Motion Sickness Grips Stocks on Eve of a Healthy Earnings SeasonBy
S&P 500 EPS forecast to grow at half the pace in first quarter
Perfect record of stocks rising during earnings is on the line
Once again, the U.S. stock market is beset with angst as an earnings season approaches. Curing it has been simple in the past. Getting the medicine to go down this time may prove harder.
It’s not that it will be a bad quarter. Barring an unlikely disaster, companies will say profits rose for the fourth straight time, with analysts calling for a 7.4 percent increase over a year earlier. Whether the patient has become resistant to treatment is the real question.
Turbulence has been touching everything from stocks to Treasuries. Tech megacaps as measured by the Nasdaq 100 Index alternated between big gains and losses each day in the holiday-shortened week, while the CBOE Volatility Index hit the highest level since May. Swings in the Nasdaq have averaged almost 1 percent a day since June 9, pushing its 30-day volatility relative to the rest of the market to the highest since 2002.
In the past, earnings have been a reliable antidote. Their arrival each quarter has lifted stocks 100 percent of the time since 2013, and under-estimating the profit machine has been a sure route to impoverishment since the bull market began in 2009. Among investors, however, the sense now is that failure to deliver would have larger consequences.
“We need strong earnings for stocks to stay OK,” Bob Doll, chief equity strategist at Nuveen Asset Management, said in an interview on Bloomberg Television.
Volatility has kicked up as central banks from Asia to Europe and the U.S. took a more hawkish stance while seeking to remove nearly a decade of accommodation. After better-than-expected monthly payrolls boosted stocks on Friday, the S&P 500 Index ended the week up 0.1 percent while the Nasdaq 100 added 0.2 percent.

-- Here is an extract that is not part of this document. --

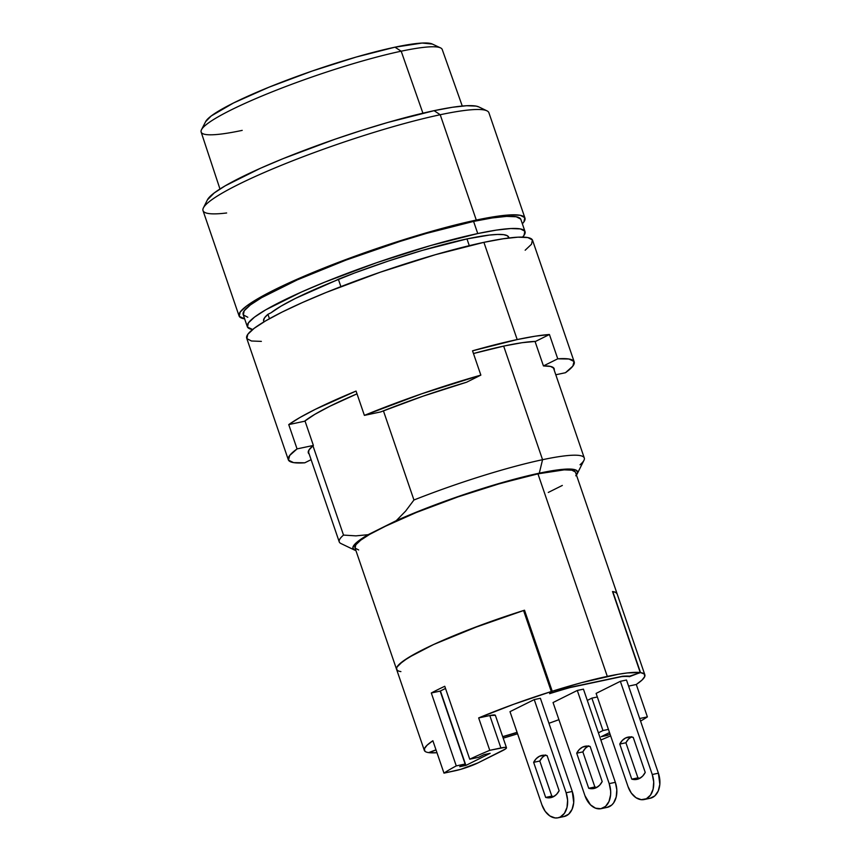 <?xml version="1.0" encoding="UTF-8"?>
<svg xmlns="http://www.w3.org/2000/svg" width="861" height="861" viewBox="0 0 861 861"><rect width="100%" height="100%" fill="white"/><g stroke="black" fill="none" stroke-linecap="round" stroke-linejoin="round"><path stroke-width="1.29" d="M338.362 279.233L340.891 286.616L338.362 279.233L335.155 280.826L354.581 272.991L388.559 260.98L422.342 250.39L466.974 238.917A129.505 16.456 161.1 0 0 338.362 279.233M358.65 549.953L355.109 548.123L355.797 544.819L360.694 540.191L369.606 534.401L396.264 520.668L405.596 511.133L413.947 500.004L383.425 410.837L413.947 500.004A129.505 16.456 -18.9 0 1 542.559 459.699L503.663 346.09L542.559 459.699A129.505 16.456 161.1 0 0 413.947 500.004L405.596 511.133L396.264 520.668A118.71 15.089 -18.9 0 1 539.298 473.173L542.559 459.699L539.298 473.173L487.767 486.874L449.194 499.681L412.516 513.716L396.264 520.668L368.142 534.681L359.855 539.944L354.7 544.324L352.827 547.682L354.28 549.931L355.894 550.523A118.71 15.089 -18.9 0 1 354.474 550.028A118.71 15.089 -18.9 0 1 368.142 534.681L355.948 535.865L343.517 535.09A129.505 16.456 161.1 0 0 340.945 543.528L354.474 550.028M508.969 237.98L508.7 237.206A129.505 16.456 161.1 0 0 466.974 238.917L469.288 245.665L466.974 238.917L489.317 235.075L497.572 234.44L503.642 234.666L507.409 235.774L508.808 237.722M525.038 231.62L520.873 219.458A146.768 18.651 161.1 0 0 473.582 221.406L477.747 233.557A146.768 18.651 -18.9 0 1 525.038 231.62A146.768 18.651 -18.9 0 1 522.573 237.087L523.994 235.376L524.866 231.232L520.41 228.918L510.788 228.542L496.388 230.102L477.747 233.557L473.582 221.406L426.604 233.363L400.064 241.414L345.95 260.108L297.325 279.857L261.604 297.658L250.379 304.945L244.212 310.778L243.34 314.932L247.796 317.246M644.857 674.852L575.503 472.302A116.558 14.809 161.1 0 0 537.953 473.851L607.296 676.391A116.558 14.809 -18.9 0 1 640.25 672.559L612.515 591.539A116.558 14.809 -18.9 0 1 617.111 593.832A116.558 14.809 161.1 0 0 612.784 591.582L640.53 672.602L629.563 676.176L640.53 672.602A116.558 14.809 -18.9 0 1 644.857 674.852A116.558 14.809 -18.9 0 1 636.29 684.484L647.386 716.89L639.68 718.526L647.386 716.89A116.558 14.809 -18.9 0 1 640.562 721.098A116.558 14.809 161.1 0 0 647.386 716.89L636.29 684.484L628.584 686.12L636.29 684.484L642.102 679.996L644.771 676.455L644.243 673.969L640.53 672.602L612.784 591.582L615.83 592.476L617.154 593.972M516.923 733.981A116.558 14.809 -18.9 0 1 503.19 738.157L516.923 733.981M239.078 315.944A151.084 19.2 -18.9 0 0 244.642 318.861L239.261 316.342L240.154 312.069L246.504 306.064L258.063 298.552L274.379 289.834L294.839 280.245L344.895 259.914L400.591 240.66L427.917 232.373L476.284 220.061A151.084 19.2 -18.9 0 1 524.962 218.059A151.084 19.2 -18.9 0 1 522.358 223.774L523.886 221.934L524.779 217.661L520.195 215.282L510.293 214.895L495.473 216.509L476.284 220.061L440.219 114.739L476.284 220.061A151.084 19.2 -18.9 0 0 320.109 269.547A151.084 19.2 -18.9 0 0 239.078 315.944L203.013 210.622A151.084 19.2 161.1 0 1 284.044 164.214A151.084 19.2 161.1 0 1 440.219 114.739A151.084 19.2 -18.9 0 1 486.928 110.821L478.802 106.915A144.616 18.372 161.1 0 0 434.095 110.671L440.219 114.739L434.095 110.671L452.466 107.27L466.662 105.731L476.133 106.107L478.92 106.979M524.962 218.059L488.897 112.737A151.084 19.2 161.1 0 0 440.219 114.739A151.084 19.2 -18.9 0 0 292.449 160.867A151.084 19.2 -18.9 0 0 203.4 207.888L207.426 199.827A144.616 18.372 161.1 0 1 292.665 154.829A144.616 18.372 161.1 0 1 434.095 110.671L387.805 122.456L361.652 130.388L334.821 139.288L283.226 158.596L260.431 168.272L225.238 185.804L214.174 192.993L207.383 199.913M226.637 212.979A151.084 19.2 -18.9 0 1 203.4 207.888M400.903 671.591A116.558 14.809 -18.9 0 1 396.577 669.341A116.558 14.809 -18.9 0 1 524.51 610.212L523.768 611.116L524.51 610.212L552.245 691.232L550.61 693.213A105.763 13.442 -18.9 0 1 570.563 687.261L622.481 676.251A105.763 13.442 -18.9 0 1 630.467 676.272L640.25 672.559L612.515 591.539L615.69 592.4L617.133 593.886M517.117 732.453A105.763 13.442 -18.9 0 1 502.727 736.768A105.763 13.442 -18.9 0 0 517.117 732.453M436.043 749.953L428.918 752.654L436.99 752.718A116.558 14.809 -18.9 0 1 428.918 752.654L436.043 749.953M575.363 472L571.833 470.16L564.192 469.858L537.953 473.851A116.558 14.809 161.1 0 0 382.198 527.675L416.347 512.478L457.944 496.905L500.639 483.344L537.953 473.851L607.296 676.391A116.558 14.809 -18.9 0 0 552.245 691.232L550.61 693.213A105.763 13.442 -18.9 0 1 570.563 687.261L622.481 676.251A105.763 13.442 -18.9 0 1 630.467 676.272L640.25 672.559L627.368 672.936L618.144 674.292L581.595 682.655L552.245 691.232L524.51 610.212L469.471 629.434L433.653 644.491L408.243 657.707L398.966 664.552L396.889 667.21L396.555 669.288M520.701 219.071L516.245 216.768L506.634 216.38L492.223 217.951L473.582 221.406A146.768 18.651 161.1 0 0 321.874 269.471A146.768 18.651 161.1 0 0 243.168 314.545L247.322 326.696A146.768 18.651 -18.9 0 1 326.039 281.622A146.768 18.651 -18.9 0 1 477.747 233.557L430.758 245.514L376.989 262.594L324.619 282.204L301.49 292.019L265.758 309.809L254.533 317.096L248.366 322.94L247.494 327.083L252.628 329.515A146.768 18.651 -18.9 0 1 247.322 326.696M308.303 451.487L339.245 541.881A129.505 16.456 -18.9 0 1 343.517 535.09L355.948 535.865L368.142 534.681L382.198 527.675A116.558 14.809 161.1 0 0 354.969 547.811L396.577 669.341A116.558 14.809 161.1 0 1 523.553 610.514L482.289 624.591L433.557 644.534L415.368 653.596L402.894 661.28L396.943 667.103L396.534 669.201L397.857 670.708M343.517 535.09L312.952 445.794L343.517 535.09M264.058 321.799L263.552 320.593L264.553 317.827L267.932 314.308L271.14 312.715L267.932 314.308L269.439 318.71L267.932 314.308A129.505 16.456 161.1 0 0 263.66 321.11L263.929 321.874M271.14 312.715A127.342 16.176 -18.9 0 1 335.155 280.826L295.452 298.401L281.041 306.139L271.14 312.715M562.33 485.443L548.274 492.449L562.33 485.443M575.772 475.799L577.645 472.441L576.192 470.192L571.435 469.127L563.535 469.277L539.298 473.173A118.71 15.089 -18.9 0 1 577.247 473.754A118.71 15.089 -18.9 0 1 576.429 475.014M577.247 473.754L583.962 460.323A129.505 16.456 161.1 0 0 542.559 459.699A129.505 16.456 -18.9 0 1 584.285 457.987A129.505 16.456 -18.9 0 1 580.023 464.779M462.271 106.043L442.22 49.497A127.417 16.187 161.1 0 0 401.183 51.197A127.417 16.187 -18.9 0 1 440.509 47.872L432.265 44.019A120.798 15.347 161.1 0 0 394.973 47.183L401.183 51.197L422.912 113.189L401.183 51.197A127.417 16.187 161.1 0 0 269.547 92.902A127.417 16.187 161.1 0 0 201.14 132.034L219.964 189.011M205.618 121.67L211.257 115.944L233.546 102.965L268.933 87.219L312.048 71.086L356.303 57.02L394.973 47.183L422.17 43.05L432.362 44.062M242.199 130.377A127.417 16.187 -18.9 0 1 201.496 129.699A127.417 16.187 -18.9 0 1 276.715 90.039A127.417 16.187 -18.9 0 1 401.183 51.197L394.973 47.183A120.798 15.347 161.1 0 0 276.973 84.001A120.798 15.347 161.1 0 0 205.65 121.605L201.496 129.699M631.199 736.973A21.579 14.788 -102 0 0 625.915 742.763L619.759 744.065A21.579 14.788 78 0 1 625.56 737.995L630.618 736.93L625.56 737.995A21.579 14.788 78 0 1 628.024 737.134A21.579 14.788 78 0 1 633.222 737.36L629.283 736.951L625.56 737.995L622.32 740.428L619.759 744.065L625.915 742.763L637.926 777.838L631.77 779.151L619.759 744.065L631.77 779.151L635.709 779.549L639.432 778.505L642.683 776.084L645.233 772.435L633.222 737.36L645.233 772.435A21.579 14.788 78 0 1 636.979 779.366A21.579 14.788 78 0 1 631.77 779.151L637.926 777.838L625.915 742.763L628.465 739.115L631.716 736.693M545.088 755.237A21.579 14.788 -102 0 0 539.804 761.027L533.648 762.329A21.579 14.788 78 0 1 539.46 756.259L544.507 755.194L539.46 756.259A21.579 14.788 78 0 1 541.913 755.409A21.579 14.788 78 0 1 547.112 755.624L559.123 790.71A21.579 14.788 78 0 1 550.868 797.63A21.579 14.788 78 0 1 545.659 797.415L551.815 796.113A21.579 14.788 -102 0 0 553.838 796.5M588.138 746.1A21.579 14.788 -102 0 0 582.854 751.89L576.709 753.192A21.579 14.788 78 0 1 582.51 747.133L587.557 746.057L582.51 747.133A21.579 14.788 78 0 1 584.963 746.272A21.579 14.788 78 0 1 590.172 746.487L602.183 781.573A21.579 14.788 78 0 1 593.929 788.504A21.579 14.788 78 0 1 588.72 788.278L594.865 786.976A21.579 14.788 -102 0 0 596.899 787.363M607.371 735.391L601.215 736.693L609.523 732.56L601.215 736.693L607.371 735.391L606.854 733.895L607.371 735.391L610.029 734.067L607.371 735.391M608.436 729.396L602.969 730.548L598.395 732.829L602.969 730.548L591.873 698.142L597.34 696.98L591.873 698.142L602.969 730.548L608.436 729.396M600.806 739.868L601.602 739.696A116.558 14.809 161.1 0 0 610.632 735.821A116.558 14.809 -18.9 0 1 601.602 739.696L600.806 739.868M483.99 754.634L490.135 753.332L465.898 765.407L459.752 766.71L465.134 764.019L440.175 691.103L445.514 688.445L440.175 691.103L465.134 764.019L459.752 766.71L465.898 765.407L440.423 690.985L465.898 765.407L490.135 753.332L483.99 754.634L478.608 757.314L483.99 754.634M478.608 757.314L469.729 759.198A116.558 14.809 -18.9 0 1 489.758 750.329L504.804 747.38L506.451 747.692L505.633 748.866L478.199 762.792L460.657 769.357L443.975 773.135A116.558 14.809 -18.9 0 1 456.265 765.903L465.134 764.019L456.265 765.903L431.307 692.987L440.175 691.103L431.307 692.987A116.558 14.809 -18.9 0 1 444.771 686.282L469.729 759.198L478.608 757.314M549.598 693.675A104.687 13.302 -18.9 0 1 570.036 687.573L621.674 676.617A104.687 13.302 -18.9 0 1 629.735 676.671A104.687 13.302 -18.9 0 0 621.674 676.617L570.036 687.573A104.687 13.302 -18.9 0 0 549.598 693.675L551.298 691.534L523.553 610.514L551.298 691.534L549.598 693.675M517.074 732.324A104.687 13.302 -18.9 0 1 502.673 736.629A104.687 13.302 -18.9 0 0 517.074 732.324M424.925 751.244L424.387 748.758L427.067 745.217L432.879 740.729L443.975 773.135L455.125 770.767A17.263 2.196 -18.9 0 0 478.199 762.792L502.437 750.717A17.263 2.196 -18.9 0 0 506.472 747.735A17.263 2.196 -18.9 0 0 500.908 747.961L489.758 750.329L478.662 717.923L489.812 715.556L500.908 747.961L489.812 715.556L478.662 717.923A116.558 14.809 -18.9 0 1 551.298 691.534L513.78 704.244L478.662 717.923L489.758 750.329A116.558 14.809 -18.9 0 0 469.729 759.198L444.771 686.282A116.558 14.809 161.1 0 0 431.307 692.987L456.265 765.903A116.558 14.809 -18.9 0 0 443.975 773.135L432.879 740.729A116.558 14.809 -18.9 0 0 424.312 750.361L396.577 669.341M428.638 752.611L436 749.834L428.638 752.611A116.558 14.809 -18.9 0 1 424.312 750.361M553.053 702.533L584.953 795.704L553.053 702.533L577.29 690.457L583.446 689.155L615.346 782.326L609.19 783.628A19.426 13.313 78 0 1 601.107 808.673A19.426 13.313 78 0 1 584.953 795.704L590.463 804.809L595.532 808.178L600.827 808.727L605.563 806.37L608.996 801.473L610.621 794.778L610.653 791.065L609.19 783.628L577.29 690.457L609.19 783.628L615.346 782.326L583.446 689.155L577.29 690.457L553.053 702.533M601.107 808.673L607.253 807.36A19.426 13.313 -102 0 0 615.346 782.326L616.81 789.763L616.207 796.985L613.624 802.893L611.708 805.067L606.983 807.414M576.709 753.192L582.854 751.89L594.865 786.976L588.72 788.278L576.709 753.192L588.72 788.278L592.659 788.687L596.382 787.643L599.633 785.21L602.183 781.573L590.172 746.487L586.233 746.089L582.51 747.133L579.259 749.554L576.709 753.192M510.003 711.66L541.903 804.831L510.003 711.66L534.24 699.595L540.385 698.282L572.285 791.463L566.14 792.766A19.426 13.313 78 0 1 558.046 817.799A19.426 13.313 78 0 1 541.903 804.831L545.207 811.353L549.856 815.959L555.141 817.95L557.777 817.853L560.263 817.024L564.418 813.333L567.001 807.424L567.603 800.203L566.14 792.766L534.24 699.595L566.14 792.766L572.285 791.463L540.385 698.282L534.24 699.595L510.003 711.66M558.046 817.799L564.203 816.497A19.426 13.313 -102 0 0 572.285 791.463L573.717 802.603L572.091 809.297L568.658 814.194L563.923 816.551M533.648 762.329L539.804 761.027L551.815 796.113L545.659 797.415L533.648 762.329L545.659 797.415L549.598 797.824L553.322 796.769L556.572 794.348L559.123 790.71L547.112 755.624L543.173 755.215L539.46 756.259L536.209 758.692L533.648 762.329M506.472 747.735L495.376 715.33A17.263 2.196 161.1 0 0 489.812 715.556L495.366 715.287M587.299 700.423L591.873 698.142L587.299 700.423M558.929 719.678A116.558 14.809 -18.9 0 1 548.941 723.283L558.929 719.678M594.865 786.976L582.854 751.89L585.415 748.252L588.666 745.83M551.815 796.113L539.804 761.027L542.355 757.389L545.605 754.957M626.496 680.018L620.35 681.32L596.113 693.396L628.013 786.567L596.113 693.396L620.35 681.32L626.496 680.018L658.396 773.189L652.251 774.502L620.35 681.32L652.251 774.502A19.426 13.313 78 0 1 644.157 799.535A19.426 13.313 78 0 1 628.013 786.567L631.317 793.089L635.967 797.695L641.251 799.686L646.374 798.76L650.529 795.069L653.112 789.15L653.714 781.928L652.251 774.502L658.396 773.189L626.496 680.018M644.157 799.535L650.313 798.233A19.426 13.313 -102 0 0 658.396 773.189L659.827 784.339L658.202 791.033L654.769 795.93L650.033 798.287M637.926 777.838A21.579 14.788 -102 0 0 639.949 778.236M557.745 358.811A151.084 19.2 -18.9 0 1 574.201 361.868A151.084 19.2 -18.9 0 1 565.462 372.716L555.797 374.772L565.462 372.716L572.856 366.108L574.018 361.469L568.906 359.005L557.745 358.811L543.442 365.936A129.936 16.51 -18.9 0 1 554.183 368.723A129.936 16.51 -18.9 0 1 554.215 370.133L554.032 368.379L550.631 366.452L543.442 365.936L557.745 358.811L549.426 334.509L557.745 358.811M517.192 339.568A151.084 19.2 -18.9 0 1 549.426 334.509L535.176 336.199L517.192 339.568L472.538 350.814A151.084 19.2 -18.9 0 1 517.192 339.568L483.904 242.339L517.192 339.568M574.201 361.868L532.593 240.348A151.084 19.2 161.1 0 0 483.904 242.339A151.084 19.2 161.1 0 0 327.74 291.825A151.084 19.2 161.1 0 0 246.709 338.222L288.317 459.752A151.084 19.2 -18.9 0 1 297.056 448.904L288.736 424.602L304.557 421.244A130.581 16.596 -18.9 0 1 357.014 393.843L329.903 406.241L314.782 414.367L304.557 421.244L288.736 424.602A151.084 19.2 -18.9 0 1 356.056 391.066L364.386 415.379L421.793 393.768L480.858 375.116L472.538 350.814L480.858 375.116L466.554 382.241L480.858 375.116A151.084 19.2 -18.9 0 0 364.386 415.379L380.713 411.913A129.936 16.51 -18.9 0 1 466.554 382.241L423.117 396.146L380.713 411.913L364.386 415.379L356.056 391.066L315.298 409.341L299.972 417.488L288.736 424.602L297.056 448.904L313.382 445.438L304.977 420.9L313.382 445.438L297.056 448.904L289.662 455.512L288.489 460.151L293.601 462.626L304.772 462.809L311.101 459.666L304.772 462.809A151.084 19.2 -18.9 0 1 288.317 459.752M473.464 353.527A130.581 16.596 -18.9 0 1 504.406 345.939A130.581 16.596 -18.9 0 1 535.564 341.408L549.426 334.509L535.564 341.408L522.229 342.678L504.406 345.939L473.464 353.527M535.047 341.419L543.442 365.936L535.047 341.419M309.174 454.038A129.936 16.51 -18.9 0 1 308.324 452.897A129.936 16.51 -18.9 0 1 313.382 445.438L308.991 449.969L308.475 453.241L309.174 454.038M261.367 341.386L251.477 340.999L246.881 338.621L247.785 334.348L254.135 328.342L265.694 320.841L282.01 312.112L302.469 302.523L326.276 292.417L380.185 272.237L435.537 254.652L483.904 242.339L503.093 238.788L517.924 237.173L527.825 237.571L532.41 239.95L531.517 244.223L525.167 250.228M553.343 367.593L584.285 457.987"/></g></svg>

With JPMorgan Chase & Co. and Citigroup Inc. scheduled to announce results next week, the market faces a stretch that for four years has seen consistent equity gains. The S&P 500 has risen in each of the last 18 reporting season, accounting for 90 percent of the advance over the stretch, data compiled by Bloomberg show.
Better-than-expected earnings have contributed to the perfect record by offering investors comfort at times of market turbulence. In the past five years, S&P 500 firms beat estimates by an averaged 3.6 percentage points.
The bar is arguably higher this time. Analysts have been standing firm with their forecasts even as economic data trailed expectations by the most since 2011. Their estimates for earnings growth fell by 1.4 percentage points during the course of second quarter, the smallest reduction in six years.
Even if the rate of company beats matches the historical pace, it would still represent a slowdown from the first quarter, during which earnings jumped 14 percent.
Profit growth weakened in all sectors except for phone-service providers and consumer staples, analyst estimates show. Materials producers are expected to report a 2.4 percent rise, down from 21 percent in the first quarter, as a rebound in commodity prices faded. A trading slowdown and an unexpected decline in Treasury yields may have weighed on results for financial firms. Profit at banks and insurers probably decelerated to 7.4 percent from 17 percent in the January-March period.
While it may be still be too soon to call a trend, early releases are showing promising signs. Among 22 S&P 500 companies that have reported results, profits exceeded estimates by 8.5 percent, data compiled by Bloomberg show.
Sustained a steady level of growth is key to a market whose valuations are approaching the highest since the dot-com era, according to Stephen Wood, chief market strategist for North America at Russell Investments in New York.
“It’s reasonable to think that the softness in the economic cycle could transmit through into earnings,” Wood said by phone. “In a good but decelerating earnings environment and with the Federal Reserve pulling back on monetary policy, fundamentals are going to be challenged to support these valuations in the U.S. equity market.”